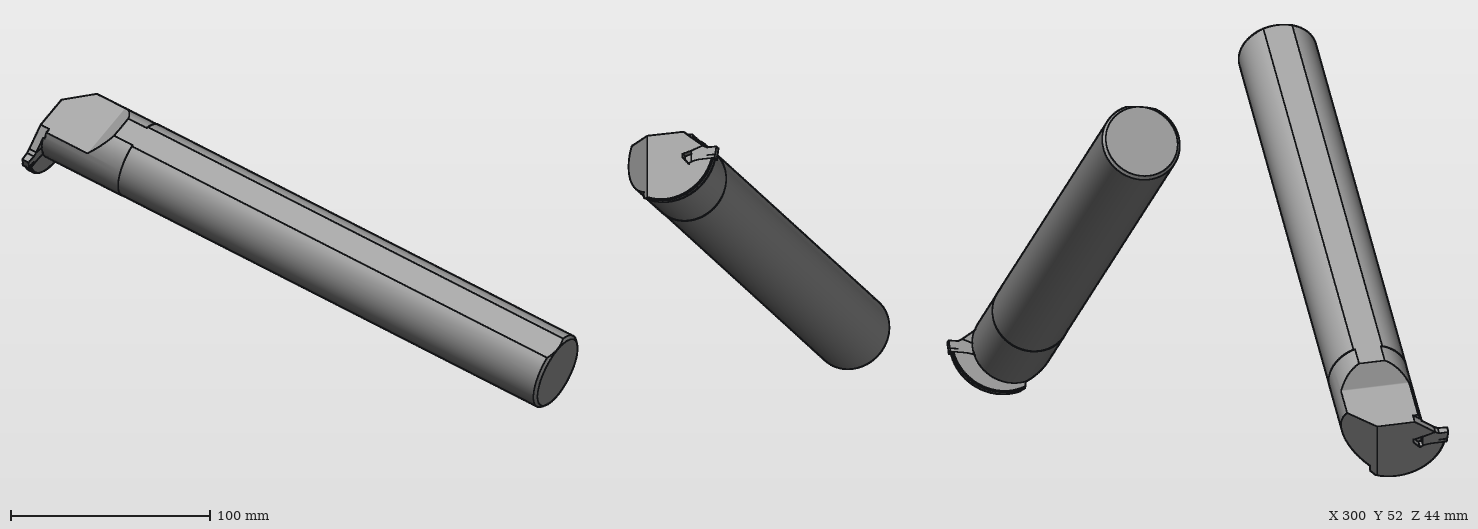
import cadquery as cq

TOTAL_LENGTH = 300.0
SHANK_RADIUS = 60.0 / 3.0
FLAT_HEIGHT = 18.5
SHANK_CHAMFER = 1.5

NECK_LENGTH = 49.8
NECK_RADIUS = SHANK_RADIUS
NECK_DROP = 0.3

STEP_HEIGHT = 9.5
STEP_LENGTH = 29.7
RAMP_FILLET = 1.2

CORNER_START_Y = 4.5
CORNER_REACH = 30.0

BLADE_THICKNESS = 4.2
BLADE_RADIUS = 25.5
BLADE_CENTER_Y = -5.5
BLADE_REAR_Y = 7.5
RIM_CHAMFER = 0.5

NOTCH_WIDTH = 5.0
NOTCH_START_Y = -14.7
NOTCH_END_Y = -25.2
NOTCH_END_Z = 1.2

TIP_REACH = 96.0 / 3.0
TIP_Z = 0.0
TIP_LAND = 4.8
TIP_CLEARANCE = 1.0
INSERT_BOTTOM_Z = -6.0
INSERT_REAR_Y = -19.0
INSERT_REAR_TOP_Z = -1.0
INSERT_REAR_BOTTOM_Z = -6.5
INSERT_BEND_Y = -22.8
SIDE_RELIEF_START_Y = -27.3
SIDE_RELIEF_DEPTH = 0.3
SIDE_RELIEF_BOTTOM_Z = -4.2

RELIEF_REAR_Y = -14.0
RELIEF_TOP_Z = -2.0
RELIEF_BOTTOM_Z = -4.0
RELIEF_HEEL_Y = -17.5
RELIEF_HEEL_Z = -7.8

FAR = 2 * NECK_RADIUS


def bar(start_x, length, radius, center_z):
    """Round bar along X."""
    return cq.Workplane("YZ", origin=(start_x, 0, center_z)).circle(radius).extrude(length)


def slab(points, thickness):
    """Slab with a YZ outline, standing on the front end face."""
    return cq.Workplane("YZ").polyline(points).close().extrude(thickness)


def make_shaft():
    """Shank and neck, with the flat along the top."""
    shank = bar(NECK_LENGTH, TOTAL_LENGTH - NECK_LENGTH, SHANK_RADIUS, 0).faces(">X").chamfer(SHANK_CHAMFER)
    shaft = shank.union(bar(0, NECK_LENGTH, NECK_RADIUS, -NECK_DROP))
    above_flat = cq.Workplane("XY", origin=(0, 0, FLAT_HEIGHT)).rect(3 * TOTAL_LENGTH, 2 * FAR).extrude(FAR)
    return shaft.cut(above_flat)


def make_blade():
    """Disc segment, bounded on its +Y side by a vertical edge and on top by the step."""
    disc = cq.Workplane("YZ", origin=(0, BLADE_CENTER_Y, 0)).circle(BLADE_RADIUS).extrude(BLADE_THICKNESS)
    disc = disc.edges().chamfer(RIM_CHAMFER)
    window = slab(
        [(-FAR, -FAR), (BLADE_REAR_Y, -FAR), (BLADE_REAR_Y, STEP_HEIGHT), (-FAR, STEP_HEIGHT)],
        BLADE_THICKNESS,
    )
    return disc.intersect(window)


def step_cut():
    """Material removed above the head, up to the filleted 45 degree ramp."""
    rise = FAR - STEP_HEIGHT
    return (
        cq.Workplane("XZ", origin=(0, FAR, 0))
        .polyline([(0, STEP_HEIGHT), (STEP_LENGTH, STEP_HEIGHT), (STEP_LENGTH + rise, FAR), (0, FAR)])
        .close()
        .extrude(2 * FAR)
        .edges(cq.selectors.NearestToPointSelector((STEP_LENGTH, 0, STEP_HEIGHT)))
        .fillet(RAMP_FILLET)
    )


def corner_cut():
    """45 degree bevel through the full height of the front +Y corner."""
    outer_y = CORNER_START_Y + CORNER_REACH
    return (
        cq.Workplane("XY", origin=(0, 0, -FAR))
        .polyline([(0, CORNER_START_Y), (0, outer_y), (CORNER_REACH, outer_y)])
        .close()
        .extrude(2 * FAR)
    )


def notch_cut():
    """Sloping cut above the insert, running out past the blade rim."""
    return slab(
        [
            (NOTCH_START_Y, FAR),
            (NOTCH_START_Y, STEP_HEIGHT),
            (NOTCH_END_Y, NOTCH_END_Z),
            (NOTCH_END_Y, TIP_Z),
            (-FAR, TIP_Z),
            (-FAR, FAR),
        ],
        NOTCH_WIDTH,
    )


def insert_blank():
    """Full-thickness insert outline, which also forms its seat in the blade."""
    return slab(
        [
            (INSERT_REAR_Y, INSERT_REAR_TOP_Z),
            (NOTCH_END_Y, NOTCH_END_Z),
            (TIP_LAND - TIP_REACH, TIP_Z),
            (-TIP_REACH, TIP_Z),
            (TIP_CLEARANCE - TIP_REACH, INSERT_BOTTOM_Z),
            (INSERT_BEND_Y, INSERT_BOTTOM_Z),
            (INSERT_REAR_Y, INSERT_REAR_BOTTOM_Z),
        ],
        BLADE_THICKNESS,
    )


def make_insert():
    """Cutting bit, narrowed on both sides of its tip."""
    insert = insert_blank()
    for face_x, inward in ((0, 1), (BLADE_THICKNESS, -1)):
        side_wedge = (
            cq.Workplane("XY", origin=(face_x, 0, SIDE_RELIEF_BOTTOM_Z))
            .polyline([(0, SIDE_RELIEF_START_Y), (0, -TIP_REACH), (inward * SIDE_RELIEF_DEPTH, -TIP_REACH)])
            .close()
            .extrude(TIP_Z - SIDE_RELIEF_BOTTOM_Z)
        )
        insert = insert.cut(side_wedge)
    return insert


def relief_cut():
    """Empty end of the seat behind the insert."""
    return slab(
        [
            (INSERT_REAR_Y, INSERT_REAR_TOP_Z),
            (RELIEF_REAR_Y, RELIEF_TOP_Z),
            (RELIEF_REAR_Y, RELIEF_BOTTOM_Z),
            (RELIEF_HEEL_Y, RELIEF_HEEL_Z),
            (INSERT_REAR_Y, INSERT_REAR_BOTTOM_Z),
        ],
        BLADE_THICKNESS,
    )


insert = make_insert()
holder = make_shaft().union(make_blade())
holder = holder.cut(step_cut()).cut(corner_cut()).cut(notch_cut()).cut(relief_cut()).cut(insert_blank())
result = cq.Compound.makeCompound([holder.val(), insert.val()])

▶ THE TASK
Please copy out each line of the data in which the word "inward" occurs.

▶ YOUR RESPONSE
    for face_x, inward in ((0, 1), (BLADE_THICKNESS, -1)):
            .polyline([(0, SIDE_RELIEF_START_Y), (0, -TIP_REACH), (inward * SIDE_RELIEF_DEPTH, -TIP_REACH)])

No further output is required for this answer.